Your children are being targeted
Mediacom's Connected Kids report 2019
Mintel’s Make It Mine trend report argues that “this generation, as digital natives, are the most used to, and therefore the least unnerved by services and advertising being personalised to them. As such, trust is higher…”
Some stats from this report:
72% of teens use YouTube daily
6 to 18-year-olds are twice as likely to trust algorithms to select stories compared to human editors
(Edelman Trust Barometer – 2017)
“I use YouTube every day for about 6 hours average. When it comes to finding the types of channels I subscribe to I usually find them on my recommended on YT”
Boy, 14, North West
“I love watching YouTube clips, usually on my own. I start by looking at the ‘recommended’ section and take it from there...”
Girl, 13, East of England
Watch this conversation between Tristan Harris and Yuval Noah Harari about auto play algorithms and more. You can read the transcript on Wired – When Tech Knows You Better Than You Know Yourself.

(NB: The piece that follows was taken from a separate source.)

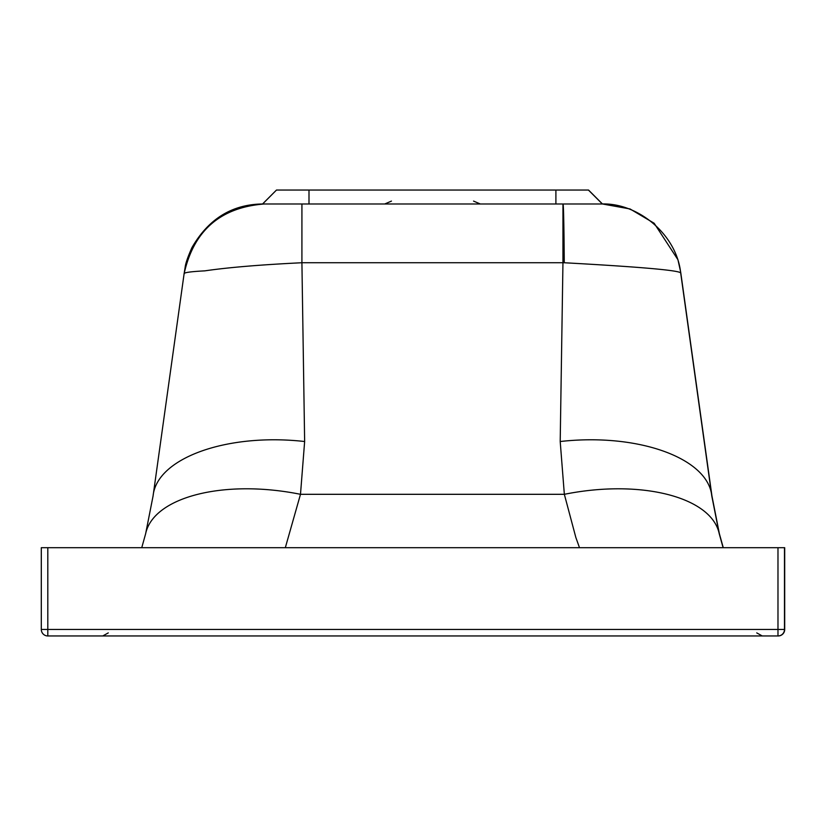 <?xml version="1.0" encoding="UTF-8"?>
<svg xmlns="http://www.w3.org/2000/svg" width="826" height="826" viewBox="0 0 826 826"><rect width="100%" height="100%" fill="white"/><g stroke="black" fill="none" stroke-linecap="round" stroke-linejoin="round"><path stroke-width="1.24" d="M184.208 273.891C184.59 270.814 184.559 270.804 184.095 273.829C183.599 272.59 190.517 271.599 204.827 270.856C228.141 267.448 260.5 264.743 301.913 262.74L304.639 441.518L300.488 494.309L285.321 547.7M264.557 203.981L301.924 203.981L301.913 262.74L562.95 262.74L560.204 441.518L564.344 494.309L575.846 537.489L579.501 547.7M723.266 547.7L719.363 533.689L711.94 495.961L680.923 273.788M276.555 190.042L308.996 190.042L276.483 190.042L262.554 203.981L562.96 203.981L562.95 262.74A119.987 42.002 0.8 0 1 564.261 262.751C643.63 267.118 682.452 270.639 680.727 273.303L711.785 495.961L719.219 533.689L723.111 547.7M680.696 272.188L677.939 259.725L654.161 223.257L630.052 208.957L602.464 203.981L588.535 190.042L555.898 190.042L588.411 190.042L602.35 203.981L562.96 203.981L601.06 203.981C637.806 202.36 676.855 234.543 680.727 273.303C680.531 271.568 680.407 270.401 680.934 273.891L711.785 495.961C708.119 458.079 638.023 432.772 560.204 441.518M304.639 441.518C226.964 432.783 156.744 458.038 153.078 495.961L184.095 273.829L153.078 495.961L145.644 533.689C153.44 496.849 224.145 478.935 300.488 494.309L564.344 494.309C640.852 478.925 711.516 496.942 719.219 533.689M153.078 495.951L145.655 533.679L141.752 547.7L145.655 533.679M47.805 547.7L47.805 629.453L41.3 629.453L41.3 547.7L784.7 547.7L784.7 629.453A6.505 6.505 90 0 1 778.195 635.958L778.195 635.958M784.483 547.7L784.483 629.453A6.505 6.505 90 0 1 777.978 635.958A6.505 6.505 0 0 0 778.082 635.958M777.978 547.7L777.978 629.453L47.805 629.453L47.805 635.958L777.978 635.958L777.978 629.453L784.7 629.453A6.505 6.505 0 0 1 778.298 635.958M41.3 629.453A6.505 6.505 -90 0 0 47.805 635.958A6.505 6.505 0 0 1 41.3 629.453L41.3 547.7M588.535 190.042L602.464 203.981L600.585 203.981M184.105 273.757L185.138 267.397C185.52 263.577 187.781 256.989 191.931 247.614C208.482 218.911 232.023 204.363 262.554 203.981L262.327 203.981M184.095 273.829C193.635 230.65 220.387 207.367 264.372 203.981L275.564 203.981M719.002 532.254L719.363 533.668M602.35 203.981L588.484 190.042M262.761 203.981L290.793 203.981M308.996 203.981L555.898 203.981L555.898 190.042L308.996 190.042L308.996 203.981M564.261 262.751A116.125 1.425 -90 0 0 563.022 203.981M473.556 201.09L480.298 203.981M391.462 201.09L384.72 203.981M784.7 547.7L784.7 629.453M262.616 203.981L276.483 190.042M756.74 632.892L762.253 635.958M680.83 273.127L680.748 272.58M108.278 632.892L102.765 635.958"/></g></svg>

It includes these words from Tristan Harris, the man known as ‘the conscience of Silicon Valley.’
“70% of what people watch on YouTube is driven by recommendations from the algorithm… which means 70% of 1.9 billion users… about the number of followers of Christianity… for 60 minutes a day – that’s the average time people spend on YouTube. So you’ve got 60 minutes, and 70% is populated by a computer. The machine is out of control.”
Of course the same applies to Tiktok and so on.
It’s worth watching the whole video for their thoughts on the illusion of human choice and the reality of hacking human choice, the power of those who have the data, the importance of getting to know yourself better, the power of joining an organisation, the concept of humane technology, the utility of teaching ethics as part of coding, how tech is maximising isolation, the asymmetry of the power of AI vs the individual and what a responsible, global solution might look like.
Children & Parents: Media Use & Attitudes Report 2022
According to this 2022 report by Ofcom
Critical understanding of fake vs real online:
“The majority of 12-17s were confident that they could tell what is real and fake online, but only 11% correctly selected, in an interactive survey question showing a social media post, the components of the post which reflected that it was genuine.”